Actually there's already a csv parser written in factor by Daniel Ehrenberg, but it's been removed from the latest factor releases. I found a copy of that code here but I don't know for how long it'll stay there.

Unfortunately I had two problems with this existing module: The first was that it ran pretty slowly (1M of csv took ~5 seconds to parse on my laptop) mainly because my copy of factor wouldn't compile the state-parser module that it depends on so it ran un-optimized. The second was that I needed a parser that could parse a row at a time for reading huge csv files in chunks. I took that as an opportunity to write my own.
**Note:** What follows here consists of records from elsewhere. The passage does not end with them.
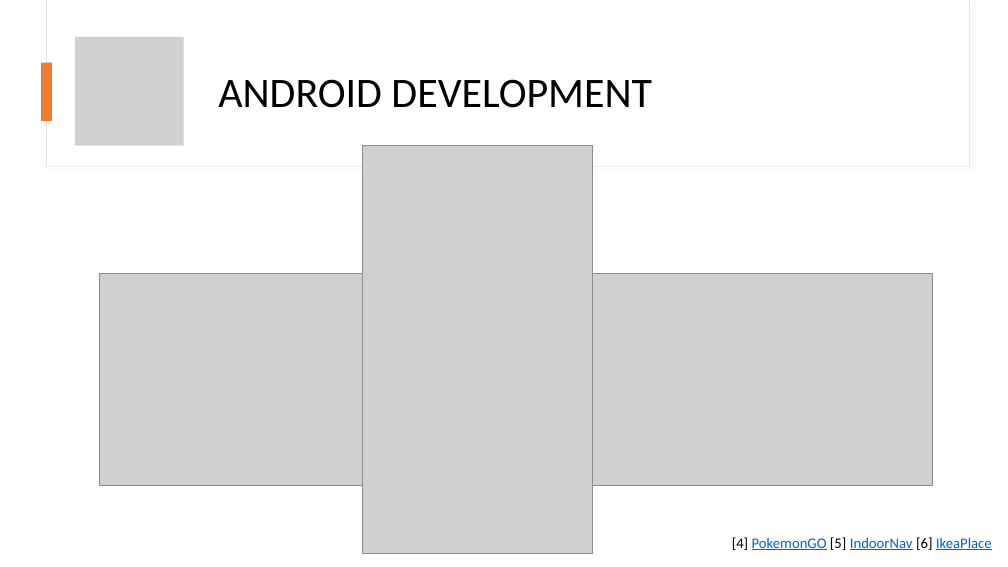
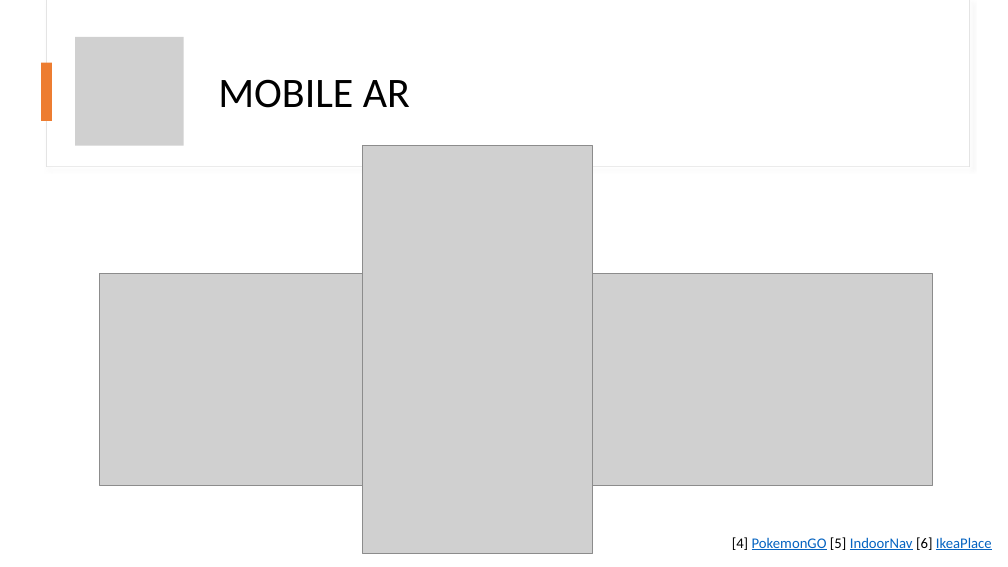
Before and after one commit to AGGP-NHTI/AGGP231c, a slide deck: slide 7 of Assignments/Week01/Presentation_WEEK01.pptx (slide 6 before the commit). Drawn at 1008x567 pixels with LibreOffice and Linux fonts; fonts in the diff are those of the drawing; grey boxes stand for pictures. Boxes give left, top, right and bottom in pixels: in the first picture for what was removed or moved away, otherwise in the second. Text is boxed around its words. In the diff, an @@ line names an element or a change of style, - is before the commit and + after.

```diff
--- a/Assignments/Week01/Presentation_WEEK01.pptx
+++ b/Assignments/Week01/Presentation_WEEK01.pptx
@@ title at box(218, 79, 410, 108): text changed @@
-ANDROID DEVELOPMENT
+MOBILE AR
```
Also in this commit, not shown: 5 other slides changed, 3 slides added, 4 other files.

The code performs ok (~500ms for 1M csv) and parses all the examples on the wikipedia csv page, but I can't help feeling that I've written it in a similar style to what I would have done if I were using scheme. If anybody has any hints on ways to make the code smaller or faster or more elegant then I'd be delighted.


USING: kernel sequences io namespaces combinators ;
IN: csvparser

DEFER: quoted-field

: not-quoted-field ( -- endchar )
  ",\"\n\s\t" read-until   #! "
  dup
  { { CHAR: \s  [ drop % not-quoted-field ] } ! skip whitespace
    { CHAR: \t  [ drop % not-quoted-field ] } 
    { CHAR: ,   [ swap % ] } 
    { CHAR: "   [ drop drop quoted-field ] }  ! " 
    { CHAR: \n  [ swap % ] }    
    { f         [ swap % ] }       ! eof
  } case ;

: maybe-escaped-quote ( -- endchar )
  read1 
  dup
  { { CHAR: "   [ , quoted-field ] }     ! " is an escaped quote
    { CHAR: \s  [ drop not-quoted-field ] } 
    { CHAR: \t  [ drop not-quoted-field ] } 
    [ drop ]
  } case ;

: quoted-field ( -- endchar )
  "\"" read-until                                 ! "
  drop % maybe-escaped-quote ;

: field ( -- string sep )
  [ not-quoted-field ] "" make swap ;

: (row) ( -- sep )
  field swap , 
  dup CHAR: , = [ drop (row) ] when ;

: row ( -- array[string] eof? )
  [ (row) ] { } make swap ;

: (csv) ( -- )
  row swap , [ (csv) ] when ;

: csv-row ( stream -- row )
  [ row drop ] with-stream ;

: csv ( stream -- rows )
  [ [ (csv) ] { } make ] with-stream ;

If anybody's interested the module (inc tests and doc) is here.